Bird flu prevention zone extended to cover whole of England

Bird flu has been identified in wild birds
Bird flu has been identified in wild birds

A bird flu prevention zone has been declared across the whole of England, Chief Veterinary Officer Nigel Gibbens has confirmed today.

This means it is a legal requirement for all bird keepers to follow strict biosecurity measures. It comes as 13 dead wild birds were confirmed to have the virus in Warwickshire.

Last week 17 wild birds tested positive in Dorset and a total of 31 infected birds have now been identified at that site. Defra took swift action to put a local prevention zone in the area on Friday (12 January). However, as these latest results show the disease is not isolated to a single site the decision has been taken to extend the prevention zone across the country on a precautionary basis.

Testing of the birds found in Warwickshire is ongoing, however, it is highly expected that this will be the same H5N6 strain of the virus which has been circulating in wild birds across Europe in recent months. Public Health England have advised the risk to public health remains very low and the Food Standards Agency have said that bird flu does not pose a food safety risk for UK consumers.
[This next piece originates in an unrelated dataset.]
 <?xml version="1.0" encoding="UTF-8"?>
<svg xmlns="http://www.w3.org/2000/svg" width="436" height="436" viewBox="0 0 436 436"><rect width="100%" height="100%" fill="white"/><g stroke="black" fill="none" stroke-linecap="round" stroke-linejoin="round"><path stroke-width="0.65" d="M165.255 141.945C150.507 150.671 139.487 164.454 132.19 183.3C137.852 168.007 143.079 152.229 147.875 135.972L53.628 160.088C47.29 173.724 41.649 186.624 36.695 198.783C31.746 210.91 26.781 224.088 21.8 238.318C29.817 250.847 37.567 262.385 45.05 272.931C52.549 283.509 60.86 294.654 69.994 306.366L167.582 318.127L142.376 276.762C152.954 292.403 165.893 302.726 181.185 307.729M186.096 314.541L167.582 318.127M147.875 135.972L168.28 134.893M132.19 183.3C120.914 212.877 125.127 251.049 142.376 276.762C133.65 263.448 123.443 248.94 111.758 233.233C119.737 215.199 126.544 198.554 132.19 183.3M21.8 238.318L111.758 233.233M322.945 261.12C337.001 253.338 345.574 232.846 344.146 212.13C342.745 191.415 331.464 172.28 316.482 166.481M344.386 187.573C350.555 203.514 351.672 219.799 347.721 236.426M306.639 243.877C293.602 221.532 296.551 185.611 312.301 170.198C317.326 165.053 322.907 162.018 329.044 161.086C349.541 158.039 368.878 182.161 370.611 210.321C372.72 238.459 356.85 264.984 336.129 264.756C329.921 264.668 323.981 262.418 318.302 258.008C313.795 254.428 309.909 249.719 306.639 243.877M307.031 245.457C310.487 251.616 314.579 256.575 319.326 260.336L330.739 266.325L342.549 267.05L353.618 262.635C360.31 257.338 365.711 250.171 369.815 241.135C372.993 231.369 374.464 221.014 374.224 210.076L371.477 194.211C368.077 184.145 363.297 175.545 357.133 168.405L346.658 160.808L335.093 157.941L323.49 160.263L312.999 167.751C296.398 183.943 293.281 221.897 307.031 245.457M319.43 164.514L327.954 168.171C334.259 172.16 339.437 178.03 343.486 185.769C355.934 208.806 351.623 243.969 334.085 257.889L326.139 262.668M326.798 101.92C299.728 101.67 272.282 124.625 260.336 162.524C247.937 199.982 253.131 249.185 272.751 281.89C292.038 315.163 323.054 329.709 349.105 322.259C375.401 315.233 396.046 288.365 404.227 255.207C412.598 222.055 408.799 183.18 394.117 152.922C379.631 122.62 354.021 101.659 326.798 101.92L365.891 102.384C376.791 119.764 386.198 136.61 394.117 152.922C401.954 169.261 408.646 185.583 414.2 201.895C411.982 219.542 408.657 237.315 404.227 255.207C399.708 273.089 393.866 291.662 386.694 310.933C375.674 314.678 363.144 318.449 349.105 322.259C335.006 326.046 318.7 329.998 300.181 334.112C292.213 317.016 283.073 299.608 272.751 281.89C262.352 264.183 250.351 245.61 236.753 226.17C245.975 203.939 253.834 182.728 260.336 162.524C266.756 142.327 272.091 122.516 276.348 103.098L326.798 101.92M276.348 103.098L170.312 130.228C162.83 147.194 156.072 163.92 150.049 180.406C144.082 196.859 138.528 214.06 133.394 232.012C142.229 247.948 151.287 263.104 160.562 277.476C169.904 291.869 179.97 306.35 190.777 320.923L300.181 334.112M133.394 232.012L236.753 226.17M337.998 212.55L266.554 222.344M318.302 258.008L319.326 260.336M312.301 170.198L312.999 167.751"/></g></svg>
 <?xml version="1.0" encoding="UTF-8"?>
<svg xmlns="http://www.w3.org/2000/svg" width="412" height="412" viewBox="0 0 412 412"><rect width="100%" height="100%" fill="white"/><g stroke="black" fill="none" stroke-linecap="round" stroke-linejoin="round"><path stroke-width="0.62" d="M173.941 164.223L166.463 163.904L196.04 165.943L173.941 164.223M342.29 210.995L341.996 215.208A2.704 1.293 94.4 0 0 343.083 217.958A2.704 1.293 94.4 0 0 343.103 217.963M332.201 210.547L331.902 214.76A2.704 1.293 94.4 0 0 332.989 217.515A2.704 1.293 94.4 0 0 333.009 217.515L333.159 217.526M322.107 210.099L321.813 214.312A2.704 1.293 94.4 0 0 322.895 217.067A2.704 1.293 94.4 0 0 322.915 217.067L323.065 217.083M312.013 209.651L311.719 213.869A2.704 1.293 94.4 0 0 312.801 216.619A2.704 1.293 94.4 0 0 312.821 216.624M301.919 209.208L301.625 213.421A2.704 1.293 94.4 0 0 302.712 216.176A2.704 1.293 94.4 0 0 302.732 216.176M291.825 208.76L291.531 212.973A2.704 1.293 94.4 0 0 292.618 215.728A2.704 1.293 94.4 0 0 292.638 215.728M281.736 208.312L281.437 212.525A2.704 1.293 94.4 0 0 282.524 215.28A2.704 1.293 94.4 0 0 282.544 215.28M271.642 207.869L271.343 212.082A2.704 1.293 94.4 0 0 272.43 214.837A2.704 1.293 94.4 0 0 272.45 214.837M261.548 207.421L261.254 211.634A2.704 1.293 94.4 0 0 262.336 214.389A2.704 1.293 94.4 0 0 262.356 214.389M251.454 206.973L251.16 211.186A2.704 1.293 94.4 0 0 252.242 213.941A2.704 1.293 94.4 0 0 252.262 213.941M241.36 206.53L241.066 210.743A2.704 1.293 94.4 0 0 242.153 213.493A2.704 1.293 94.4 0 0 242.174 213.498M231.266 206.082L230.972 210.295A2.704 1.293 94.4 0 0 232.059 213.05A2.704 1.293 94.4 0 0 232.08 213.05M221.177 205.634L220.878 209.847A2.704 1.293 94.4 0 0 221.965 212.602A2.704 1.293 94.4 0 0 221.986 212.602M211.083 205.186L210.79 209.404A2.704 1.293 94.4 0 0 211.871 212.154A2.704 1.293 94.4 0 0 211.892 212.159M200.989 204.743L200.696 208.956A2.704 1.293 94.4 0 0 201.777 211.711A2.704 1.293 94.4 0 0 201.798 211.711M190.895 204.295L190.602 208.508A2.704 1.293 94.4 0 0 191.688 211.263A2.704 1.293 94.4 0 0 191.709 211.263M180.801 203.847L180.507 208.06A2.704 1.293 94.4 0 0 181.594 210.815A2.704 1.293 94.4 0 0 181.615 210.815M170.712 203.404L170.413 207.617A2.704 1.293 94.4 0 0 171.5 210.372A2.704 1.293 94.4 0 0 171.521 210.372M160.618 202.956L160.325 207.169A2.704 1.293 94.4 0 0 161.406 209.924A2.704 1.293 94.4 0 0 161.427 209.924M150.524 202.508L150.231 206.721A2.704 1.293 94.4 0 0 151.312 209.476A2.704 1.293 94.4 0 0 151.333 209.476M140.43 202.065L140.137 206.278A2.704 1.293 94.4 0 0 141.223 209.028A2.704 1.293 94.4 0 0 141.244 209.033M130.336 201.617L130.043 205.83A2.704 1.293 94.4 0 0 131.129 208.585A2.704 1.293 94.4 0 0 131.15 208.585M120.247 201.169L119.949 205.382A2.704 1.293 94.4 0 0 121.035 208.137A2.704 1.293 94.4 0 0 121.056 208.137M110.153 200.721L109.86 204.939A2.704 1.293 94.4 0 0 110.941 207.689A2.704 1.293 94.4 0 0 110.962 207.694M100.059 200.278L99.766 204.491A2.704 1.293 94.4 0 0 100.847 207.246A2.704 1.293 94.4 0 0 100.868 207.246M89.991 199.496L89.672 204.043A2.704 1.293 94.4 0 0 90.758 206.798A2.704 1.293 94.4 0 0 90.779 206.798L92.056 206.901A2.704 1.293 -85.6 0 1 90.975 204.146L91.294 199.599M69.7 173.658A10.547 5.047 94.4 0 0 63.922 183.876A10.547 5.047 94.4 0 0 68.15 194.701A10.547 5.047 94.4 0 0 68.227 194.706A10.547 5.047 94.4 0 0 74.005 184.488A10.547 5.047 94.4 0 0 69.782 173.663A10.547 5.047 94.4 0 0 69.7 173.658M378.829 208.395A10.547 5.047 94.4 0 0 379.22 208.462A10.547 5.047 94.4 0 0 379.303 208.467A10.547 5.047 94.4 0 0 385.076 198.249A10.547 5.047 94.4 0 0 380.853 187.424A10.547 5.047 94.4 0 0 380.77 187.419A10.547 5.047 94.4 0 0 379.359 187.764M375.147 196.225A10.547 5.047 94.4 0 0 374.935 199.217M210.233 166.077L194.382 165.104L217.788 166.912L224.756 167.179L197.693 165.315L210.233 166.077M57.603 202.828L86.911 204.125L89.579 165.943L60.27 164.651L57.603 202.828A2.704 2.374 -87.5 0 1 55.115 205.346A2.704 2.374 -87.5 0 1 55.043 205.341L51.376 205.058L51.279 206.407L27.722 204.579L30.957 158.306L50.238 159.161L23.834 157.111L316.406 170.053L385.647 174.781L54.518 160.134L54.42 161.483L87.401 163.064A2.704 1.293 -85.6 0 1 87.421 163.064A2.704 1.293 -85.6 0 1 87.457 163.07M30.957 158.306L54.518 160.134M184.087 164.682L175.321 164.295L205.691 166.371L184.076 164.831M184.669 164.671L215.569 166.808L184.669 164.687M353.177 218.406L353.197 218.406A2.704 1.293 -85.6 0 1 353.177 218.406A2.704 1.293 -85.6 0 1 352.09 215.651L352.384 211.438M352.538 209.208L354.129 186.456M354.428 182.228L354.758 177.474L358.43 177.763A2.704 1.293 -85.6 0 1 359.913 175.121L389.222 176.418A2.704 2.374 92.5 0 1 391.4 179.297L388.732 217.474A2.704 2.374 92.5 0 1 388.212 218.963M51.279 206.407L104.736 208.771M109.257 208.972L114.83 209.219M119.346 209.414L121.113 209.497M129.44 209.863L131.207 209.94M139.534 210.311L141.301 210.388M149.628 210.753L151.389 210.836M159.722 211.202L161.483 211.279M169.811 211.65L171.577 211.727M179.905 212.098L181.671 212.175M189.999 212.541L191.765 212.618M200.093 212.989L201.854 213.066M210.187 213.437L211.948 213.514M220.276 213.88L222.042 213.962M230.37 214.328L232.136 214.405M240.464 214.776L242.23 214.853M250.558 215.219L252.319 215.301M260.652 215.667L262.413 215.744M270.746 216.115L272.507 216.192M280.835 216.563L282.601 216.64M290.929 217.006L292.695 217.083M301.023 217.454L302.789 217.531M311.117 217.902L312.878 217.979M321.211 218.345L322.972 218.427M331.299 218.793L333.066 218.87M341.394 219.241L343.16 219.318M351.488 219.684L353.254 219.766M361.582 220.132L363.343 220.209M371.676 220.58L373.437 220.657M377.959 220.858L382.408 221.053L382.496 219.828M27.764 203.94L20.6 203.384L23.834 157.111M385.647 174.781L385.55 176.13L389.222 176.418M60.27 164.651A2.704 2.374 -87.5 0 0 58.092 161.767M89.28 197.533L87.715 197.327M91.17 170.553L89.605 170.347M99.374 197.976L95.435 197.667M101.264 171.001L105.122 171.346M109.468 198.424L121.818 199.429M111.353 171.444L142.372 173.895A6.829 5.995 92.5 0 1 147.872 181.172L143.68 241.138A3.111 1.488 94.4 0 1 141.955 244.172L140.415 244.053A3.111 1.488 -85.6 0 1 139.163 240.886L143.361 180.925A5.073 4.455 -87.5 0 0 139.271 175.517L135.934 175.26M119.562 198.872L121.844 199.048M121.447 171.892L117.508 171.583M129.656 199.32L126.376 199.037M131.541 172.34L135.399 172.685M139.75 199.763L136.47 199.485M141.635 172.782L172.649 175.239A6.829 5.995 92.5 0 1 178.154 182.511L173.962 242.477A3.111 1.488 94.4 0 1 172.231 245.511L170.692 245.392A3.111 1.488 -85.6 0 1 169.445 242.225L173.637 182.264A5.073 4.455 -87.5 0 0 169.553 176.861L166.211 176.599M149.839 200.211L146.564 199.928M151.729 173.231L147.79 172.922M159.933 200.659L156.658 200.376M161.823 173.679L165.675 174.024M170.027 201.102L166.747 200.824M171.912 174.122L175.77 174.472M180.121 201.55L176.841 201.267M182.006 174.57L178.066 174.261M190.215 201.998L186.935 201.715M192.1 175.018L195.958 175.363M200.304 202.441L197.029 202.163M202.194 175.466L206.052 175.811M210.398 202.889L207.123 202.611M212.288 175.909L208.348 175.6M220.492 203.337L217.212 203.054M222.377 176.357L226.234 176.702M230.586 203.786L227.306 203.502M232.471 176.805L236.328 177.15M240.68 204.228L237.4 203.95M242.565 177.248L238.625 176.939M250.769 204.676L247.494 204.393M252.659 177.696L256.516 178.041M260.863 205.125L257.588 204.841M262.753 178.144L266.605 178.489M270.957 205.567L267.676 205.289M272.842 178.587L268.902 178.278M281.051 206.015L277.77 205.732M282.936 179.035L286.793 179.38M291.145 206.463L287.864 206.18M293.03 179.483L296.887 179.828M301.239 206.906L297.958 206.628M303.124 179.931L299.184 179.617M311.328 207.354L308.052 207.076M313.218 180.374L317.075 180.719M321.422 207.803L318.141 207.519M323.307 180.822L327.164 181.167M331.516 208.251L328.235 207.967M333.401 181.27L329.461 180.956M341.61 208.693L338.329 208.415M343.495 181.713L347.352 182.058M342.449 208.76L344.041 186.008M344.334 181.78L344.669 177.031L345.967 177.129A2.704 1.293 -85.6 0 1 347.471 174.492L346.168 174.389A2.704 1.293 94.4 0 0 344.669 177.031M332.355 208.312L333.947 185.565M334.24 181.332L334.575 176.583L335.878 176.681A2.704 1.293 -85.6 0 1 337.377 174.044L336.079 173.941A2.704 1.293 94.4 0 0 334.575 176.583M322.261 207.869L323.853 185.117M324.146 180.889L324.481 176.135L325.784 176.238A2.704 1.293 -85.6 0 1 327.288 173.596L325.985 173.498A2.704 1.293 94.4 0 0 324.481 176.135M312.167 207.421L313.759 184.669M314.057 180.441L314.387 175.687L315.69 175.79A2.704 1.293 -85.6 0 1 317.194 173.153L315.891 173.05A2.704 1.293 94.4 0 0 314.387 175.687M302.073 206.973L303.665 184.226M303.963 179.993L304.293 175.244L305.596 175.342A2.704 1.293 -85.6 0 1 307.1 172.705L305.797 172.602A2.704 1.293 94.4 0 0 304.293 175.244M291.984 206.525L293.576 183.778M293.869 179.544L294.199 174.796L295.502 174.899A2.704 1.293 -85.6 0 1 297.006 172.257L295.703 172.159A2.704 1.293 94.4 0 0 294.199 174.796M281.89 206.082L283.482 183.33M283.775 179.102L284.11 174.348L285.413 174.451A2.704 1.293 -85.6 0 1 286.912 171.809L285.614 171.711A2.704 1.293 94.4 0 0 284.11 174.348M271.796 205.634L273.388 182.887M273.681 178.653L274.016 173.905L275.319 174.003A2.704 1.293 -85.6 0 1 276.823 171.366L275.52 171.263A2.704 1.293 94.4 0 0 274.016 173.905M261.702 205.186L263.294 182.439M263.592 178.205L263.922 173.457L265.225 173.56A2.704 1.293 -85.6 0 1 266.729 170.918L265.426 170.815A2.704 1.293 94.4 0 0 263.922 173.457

Chief Veterinary Officer Nigel Gibbens said: “Following the latest finding of bird flu in wild birds in Warwickshire, we are extending our action to help prevent the virus spreading to poultry and other domestic birds.

“Whether you keep just a few birds or thousands, you are now legally required to meet enhanced biosecurity requirements and this is in your interests to do, to protect your birds from this highly infectious virus.”

The prevention zone means bird keepers across the country must:

· Ensure the areas where birds are kept are unattractive to wild birds, for example by netting ponds, and by removing wild bird food sources;

· Feed and water your birds in enclosed areas to discourage wild birds

· Minimise movement in and out of bird enclosures;

· Clean and disinfect footwear and keep areas where birds live clean and tidy;

· Reduce any existing contamination by cleansing and disinfecting concrete areas, and fencing off wet or boggy areas.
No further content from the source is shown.